Command Line [Default]

Modify python path (PYTHON_ENV) in auto_rewrite.sh.
Execute the following command to get the rewrite querys. The rewrite time is shown in rewrite_time.txt
OPTIONS

Mode: Set generate code mode D(DuckDB)/M(MySql) [default: D]
Yannakakis/Yannakakis-Plus : Set Y for Yannakakis; N for Yannakakis-Plus [default: N]

$ bash start_parser.sh
$ Parser started.
$ ./auto_rewrite.sh ${DDL_NAME} ${QUERY_DIR} [OPTIONS]
e.g ./auto_rewrite.sh lsqb lsqb M N

If you want to run a single query, please change the code commented # NOTE: single query keeps here in function init_global_vars (Line 587 - Line 589 in main.py), and comment the code block labeled # NOTE: auto-rewrite keeps here (the code between the two blank lines, Line 610 - Line 629 in main.py).

Part2: Reproducibility of the Experiments

Step1: DBMS Requirement Preparation

DuckDB 1.0:

Change directory to any directory that you want to install your DuckDB
Download *.zip or *.tar.gz file from https://github.com/duckdb/duckdb/releases/tag/v1.0.0
Extract the content and generate duckdb executable file

PostgreSQL 16.2

Change directory to any directory that you want to install your PostgreSQL
Install PostgreSQL 16.2 according to the instructions on https://www.postgresql.org/download/
Create a database test. You may use another name for the database.
Make sure you can access the database by psql -d {db_name} -U {your_name} -p {your_port} (without a password)

Spark 3.5.1

Change directory to any directory that you want to install your Spark
Download Spark 3.5.1 from https://archive.apache.org/dist/spark/spark-3.5.1/
Extract the downloaded package
Set environment variables.
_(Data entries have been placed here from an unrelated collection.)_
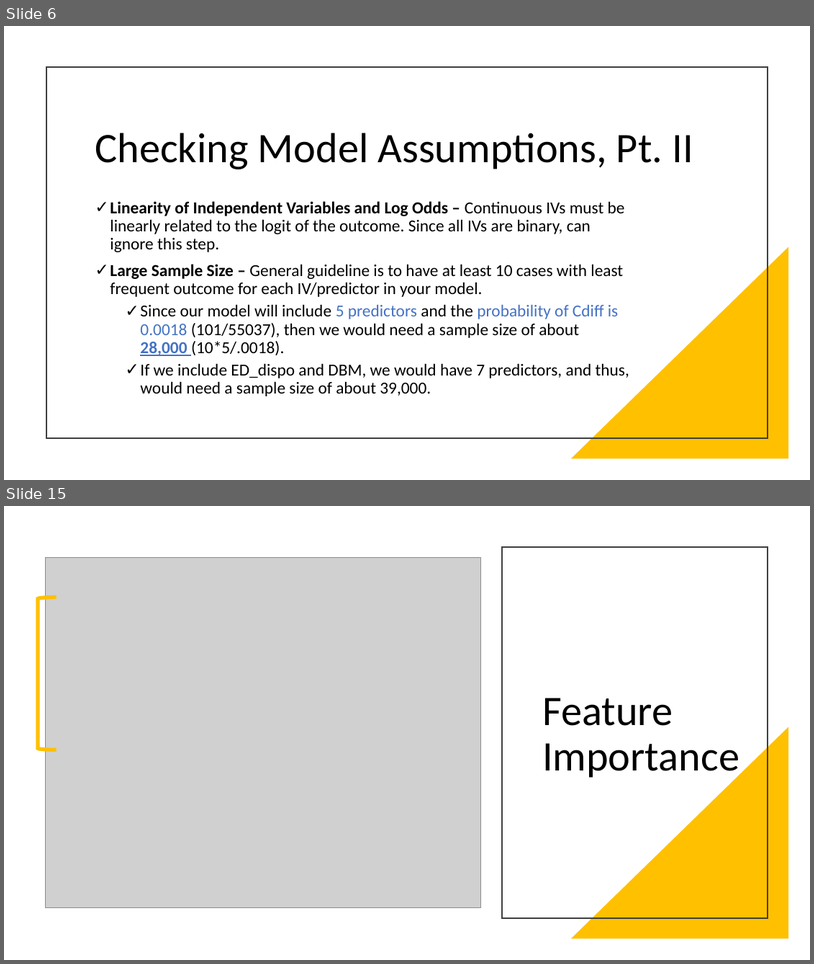
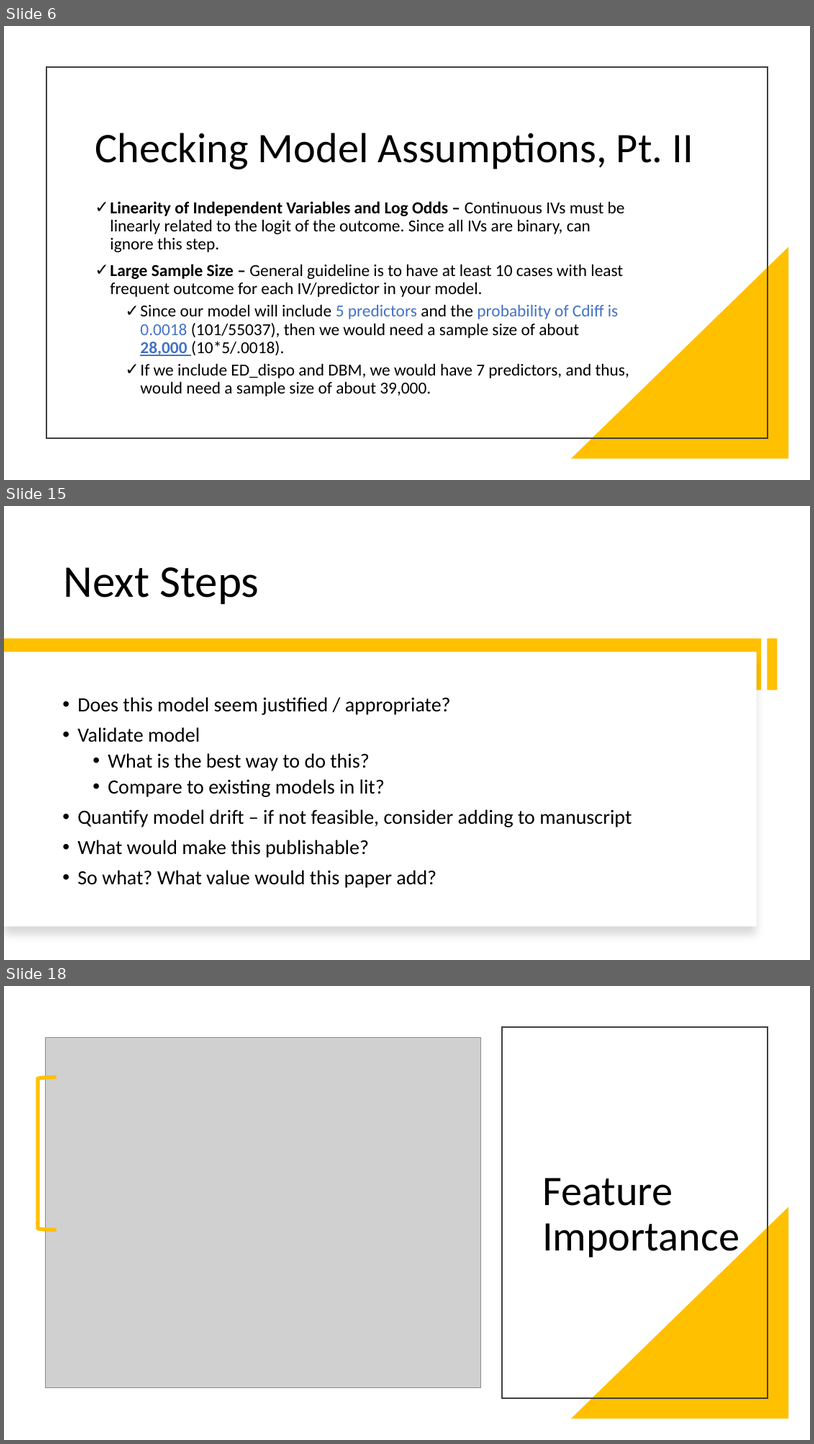
Before and after one commit to steph-rey/MS-CDI_Risk, a slide deck: CDI_Risk_Assessment_Model_Presentation_2021-02-02.pptx. Shown one above the other, each under a label of ours: slides 6 and 15 before the commit, slides 6, 15 and 18 after it; the slides between them are not shown. The pictures are 814x964 and 814x1444 pixels, drawn with LibreOffice and Linux fonts; fonts in the diff are those of the drawing; grey boxes stand for pictures. Boxes give left, top, right and bottom in pixels: in the first picture for what was removed or moved away, otherwise in the second. Text is boxed around its words. In the diff, an @@ line names an element or a change of style, - is before the commit and + after.

```diff
--- a/CDI_Risk_Assessment_Model_Presentation_2021-02-02.pptx
+++ b/CDI_Risk_Assessment_Model_Presentation_2021-02-02.pptx
@@ slide 15 added at [4,506,810,960], background #FFFFFF @@
@@ title added at [64,567,259,604], 54 pt, text #000000 @@
+Next Steps
@@ rectangle added at [4,638,762,690], fill #FFC000 @@
@@ rectangle added at [4,651,757,926], fill #FFFFFF @@
@@ rectangle added at [767,638,778,690], fill #FFC000 @@
@@ text added at [77,697,632,888], 24 pt, text #000000 @@
+• Does this model seem justified / appropriate?
+• Validate model
+  • What is the best way to do this?
+  • Compare to existing models in lit?
+• Quantify model drift – if not feasible, consider adding to manuscript
+• What would make this publishable?
+• So what? What value would this paper add?
@@ what was slide 15 is now slide 18 @@
```
Also in this commit, not shown: 11 slides changed, 2 other slides added, 1 other file.
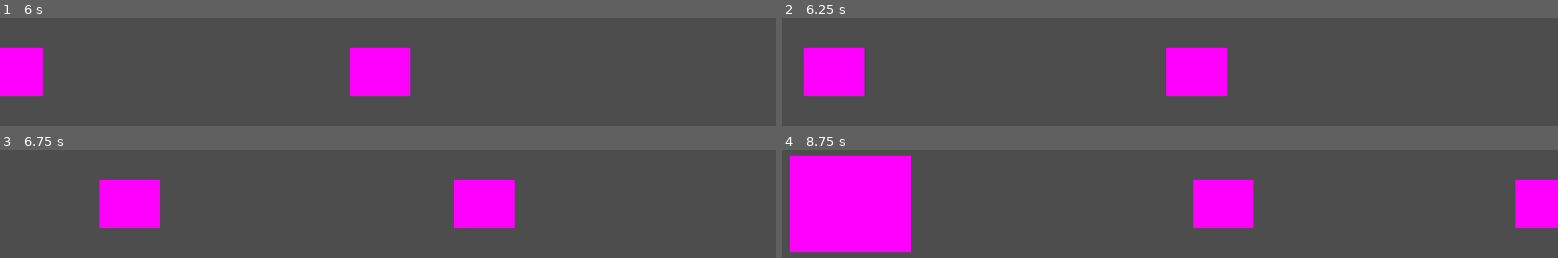
Above: before the commit, frames 1-4 (two rows, left to right).
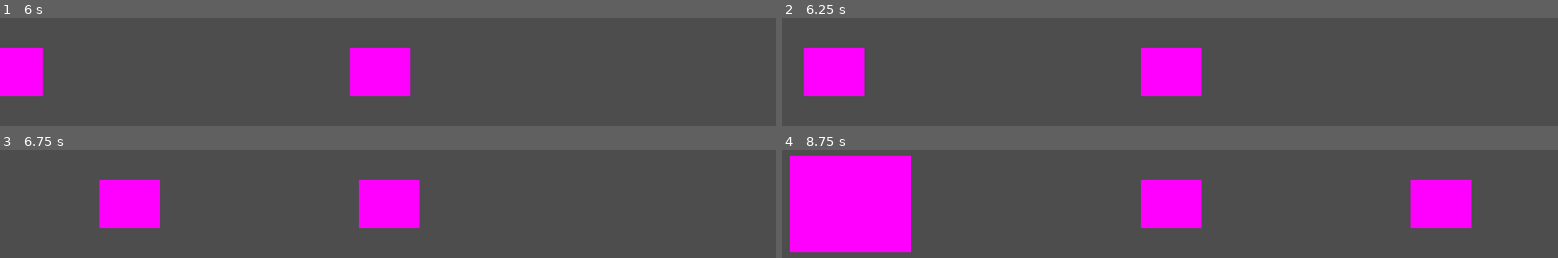
Above: after the commit, the same moments.

Repository: Sondrejk/first_day_at_the_dyrepark
Game: Godot game, scene res://Klapp_Hunden/klapp_hunden.tscn
The game is run twice, just before and just after one commit, with the same random seed, the same clock (stepped at 60 frames per second) and the same inputs. Before the commit the project starts from res://Klapp_Hunden/Scenes/Klapp_hunden.tscn.
Inputs:
- Up to frame 1 (6 s): tap Enter at 0.5, 2 s; tap O at 0.6, 1.55, 2.1, 3.05, 3.6, 4.55, 5.1 s; tap I at 0.8, 1.35, 2.3, 2.85, 3.8, 4.35, 5.3, 5.85 s; tap Space at 1.25, 2.75 s
- Up to frame 2 (6.25 s): tap O at 6.05 s
- Up to frame 3 (6.75 s): tap O at 6.6 s
- Up to frame 4 (8.75 s): tap I at 6.8, 7.35, 8.3 s; tap O at 7.55, 8.1 s

Frame 1 is identical in both runs. In frame 2, 3.0% of the frame differs, in the area x 46-58%, y 27-73%; in frame 3, 7.0%; in frame 4, 12%, in the area x 46-100%, y 27-73%.

Commit message:
Revert "trying to make lose condition"
This reverts commit 6d1a52ca705416efbdbaf38cf400c36b67ef282c.

Diff:
--- a/First Day At The Dyrepark/Klapp_Hunden/Scripts/Animal.gd
+++ b/First Day At The Dyrepark/Klapp_Hunden/Animal.gd
@@ -4,7 +4,9 @@
 @export var move_speed : float = 200
 @onready var game_manager : Node2D = get_node("/root/Klapp_hunden")
 var activate_input : bool = false
-var animal_success : bool = false
+var animal_petted : bool = false
+var bear_petted : bool = false
+var animal_not_petted : bool = false
 
 func _ready():
 	position = Vector2(-700, 0)
@@ -13,14 +15,21 @@
 	move_speed *= game_manager.game_speed
 
 # Makes the animal walk to the centre of the screen
-func walk(delta):
+func walk_on_screen(delta):
+	if position.x <= 0:
 		position.x += move_speed * delta
+		return
+	activate_input = true
+
+# Makes the animal walk offscreen and then despawn
+func walk_off_screen(delta):
+	if position.x <= 700:
+		position.x += move_speed * delta
+		return
+	despawn()
 
 func despawn():
 	queue_free()
 
 func _on_area_entered(area):
-	game_manager.game_over()
-
-func wrong_pet():
-	game_manager.game_over()
+	get_tree().reload_current_scene()
--- a/First Day At The Dyrepark/Klapp_Hunden/Scenes/Animal.tscn
+++ b/First Day At The Dyrepark/Klapp_Hunden/Animal.tscn
@@ -1,8 +1,8 @@
 [gd_scene load_steps=2 format=3 uid="uid://ba1k5am2qf8rg"]
 
-[ext_resource type="Script" path="res://Klapp_Hunden/Scripts/Animal.gd" id="1_rhyet"]
+[ext_resource type="Script" path="res://Klapp_Hunden/Animal.gd" id="1_a4cvp"]
 
 [node name="Animal" type="Area2D"]
-script = ExtResource("1_rhyet")
+script = ExtResource("1_a4cvp")
 
 [connection signal="area_entered" from="." to="." method="_on_area_entered"]
--- /dev/null
+++ b/First Day At The Dyrepark/Klapp_Hunden/Bear.gd
@@ -0,0 +1,9 @@
+extends Animal
+
+func _process(delta):
+	walk_on_screen(delta)
+	if activate_input and Input.is_key_label_pressed(KEY_O):
+		animal_not_petted = true
+	if animal_not_petted == true:
+		animal_not_petted == false
+		walk_off_screen(delta)
--- /dev/null
+++ b/First Day At The Dyrepark/Klapp_Hunden/Bear.tscn
@@ -0,0 +1,19 @@
+[gd_scene load_steps=5 format=3 uid="uid://bh1yc0qxiowql"]
+
+[ext_resource type="PackedScene" uid="uid://ba1k5am2qf8rg" path="res://Klapp_Hunden/Animal.tscn" id="1_bro12"]
+[ext_resource type="Script" path="res://Klapp_Hunden/Bear.gd" id="2_qh503"]
+
+[sub_resource type="PlaceholderTexture2D" id="PlaceholderTexture2D_3201e"]
+size = Vector2(200, 200)
+
+[sub_resource type="RectangleShape2D" id="RectangleShape2D_62nvl"]
+size = Vector2(200, 200)
+
+[node name="Bear" instance=ExtResource("1_bro12")]
+script = ExtResource("2_qh503")
+
+[node name="Sprite2D" type="Sprite2D" parent="." index="0"]
+texture = SubResource("PlaceholderTexture2D_3201e")
+
+[node name="CollisionShape2D" type="CollisionShape2D" parent="." index="1"]
+shape = SubResource("RectangleShape2D_62nvl")
--- /dev/null
+++ b/First Day At The Dyrepark/Klapp_Hunden/Dog.gd
@@ -0,0 +1,12 @@
+extends Animal
+
+func _process(delta):
+	walk_on_screen(delta)
+	if activate_input and Input.is_key_label_pressed(KEY_I):
+		animal_petted = true
+	if animal_petted == true:
+		animal_petted == false
+		walk_off_screen(delta)
+
+func is_dog():
+	pass
--- a/First Day At The Dyrepark/Klapp_Hunden/Scenes/Dog.tscn
+++ b/First Day At The Dyrepark/Klapp_Hunden/Dog.tscn
@@ -1,7 +1,7 @@
 [gd_scene load_steps=5 format=3 uid="uid://504lojgjdnlc"]
 
-[ext_resource type="PackedScene" uid="uid://ba1k5am2qf8rg" path="res://Klapp_Hunden/Scenes/Animal.tscn" id="1_40sa5"]
-[ext_resource type="Script" path="res://Klapp_Hunden/Scripts/Dog.gd" id="2_26kap"]
+[ext_resource type="PackedScene" uid="uid://ba1k5am2qf8rg" path="res://Klapp_Hunden/Animal.tscn" id="1_ts57k"]
+[ext_resource type="Script" path="res://Klapp_Hunden/Dog.gd" id="2_wqrpe"]
 
 [sub_resource type="PlaceholderTexture2D" id="PlaceholderTexture2D_1smmh"]
 size = Vector2(100, 100)
@@ -9,8 +9,9 @@
 [sub_resource type="RectangleShape2D" id="RectangleShape2D_e0p2s"]
 size = Vector2(100, 100)
 
-[node name="Dog" instance=ExtResource("1_40sa5")]
-script = ExtResource("2_26kap")
+[node name="Dog" instance=ExtResource("1_ts57k")]
+script = ExtResource("2_wqrpe")
+move_speed = null
 
 [node name="Sprite2D" type="Sprite2D" parent="." index="0"]
 texture = SubResource("PlaceholderTexture2D_1smmh")
--- a/First Day At The Dyrepark/Klapp_Hunden/Scripts/GameManager.gd
+++ b/First Day At The Dyrepark/Klapp_Hunden/GameManager.gd
@@ -1,7 +1,7 @@
 extends Node2D
 
-var dog_scene = preload("res://Klapp_Hunden/Scenes/Dog.tscn")
-var bear_scene = preload("res://Klapp_Hunden/Scenes/Bear.tscn")
+var dog_scene = preload("res://Klapp_Hunden/Dog.tscn")
+var bear_scene = preload("res://Klapp_Hunden/Bear.tscn")
 @onready var timer : Timer = get_node("Spawn_timer")
 var score : int = 0
 var game_speed : float = 1
@@ -25,4 +25,4 @@
 	spawn_animal()
 
 func game_over():
-	get_tree().reload_current_scene()
+	pass
--- a/First Day At The Dyrepark/Klapp_Hunden/Scenes/Bear.tscn
+++ /dev/null
@@ -1,19 +0,0 @@
-[gd_scene load_steps=5 format=3 uid="uid://dyouk0md6nsg7"]
-
-[ext_resource type="PackedScene" uid="uid://ba1k5am2qf8rg" path="res://Klapp_Hunden/Scenes/Animal.tscn" id="1_addbb"]
-[ext_resource type="Script" path="res://Klapp_Hunden/Scripts/Bear.gd" id="2_6ri8f"]
-
-[sub_resource type="PlaceholderTexture2D" id="PlaceholderTexture2D_fs3fk"]
-size = Vector2(200, 200)
-
-[sub_resource type="RectangleShape2D" id="RectangleShape2D_wwvkw"]
-size = Vector2(200, 200)
-
-[node name="Bear" instance=ExtResource("1_addbb")]
-script = ExtResource("2_6ri8f")
-
-[node name="Sprite2D" type="Sprite2D" parent="." index="0"]
-texture = SubResource("PlaceholderTexture2D_fs3fk")
-
-[node name="CollisionShape2D" type="CollisionShape2D" parent="." index="1"]
-shape = SubResource("RectangleShape2D_wwvkw")
--- a/First Day At The Dyrepark/Klapp_Hunden/Scripts/Bear.gd
+++ /dev/null
@@ -1,11 +0,0 @@
-extends Animal
-
-func _process(delta):
-	if activate_input == false:
-		walk(delta)
-	if is_equal_approx(position.x, 0):
-		activate_input = true
-		if Input.is_key_label_pressed(KEY_O):
-			activate_input = false
-	if position.x > 700:
-		despawn()
--- a/First Day At The Dyrepark/Klapp_Hunden/Scripts/Dog.gd
+++ /dev/null
@@ -1,11 +0,0 @@
-extends Animal
-
-func _process(delta):
-	if activate_input == false:
-		walk(delta)
-	if is_equal_approx(position.x, 0):
-		activate_input = true
-		if Input.is_key_label_pressed(KEY_I):
-			activate_input = false
-	if position.x > 700:
-		despawn()
--- a/First Day At The Dyrepark/Klapp_Hunden/Scenes/Klapp_hunden.tscn
+++ b/First Day At The Dyrepark/Klapp_Hunden/klapp_hunden.tscn
@@ -1,9 +1,9 @@
-[gd_scene load_steps=2 format=3 uid="uid://dx8jst831arqm"]
+[gd_scene load_steps=2 format=3 uid="uid://ch8et4meka4xw"]
 
-[ext_resource type="Script" path="res://Klapp_Hunden/Scripts/GameManager.gd" id="1_8ketd"]
+[ext_resource type="Script" path="res://Klapp_Hunden/GameManager.gd" id="1_gnh45"]
 
 [node name="Klapp_hunden" type="Node2D"]
-script = ExtResource("1_8ketd")
+script = ExtResource("1_gnh45")
 
 [node name="Camera2D" type="Camera2D" parent="."]
 zoom = Vector2(1, 0.8)
--- a/First Day At The Dyrepark/project.godot
+++ b/First Day At The Dyrepark/project.godot
@@ -11,7 +11,7 @@
 [application]
 
 config/name="First Day At The Dyrepark"
-run/main_scene="res://Klapp_Hunden/Scenes/Klapp_hunden.tscn"
+run/main_scene="res://Klapp_Hunden/Klapp_hunden.tscn"
 config/features=PackedStringArray("4.1", "Forward Plus")
 config/icon="res://icon.svg"
 
Not shown, removed: First Day At The Dyrepark/Klapp_Hunden/Ani48CC.tmp

Please ensure to modify them according to your file path.

export SPARK_HOME="/path/to/spark-3.5.1xxx"
export PATH="${SPARK_HOME}/bin":"${PATH}"

Step2: Dataset Download

Graph data

Run bash download_graph.sh to download a graph from SNAP. It is also possible to use other input data as long as the columns are separated by commas.

LSQB data

Choice 1: generate by yourself from official site

Clone lsqb dataset generate tool from https://github.com/ldbc/lsqb
Follow the instruction and generate the scale factor = 30 data result

Choice 2: download directly from the cloud storage (~13G)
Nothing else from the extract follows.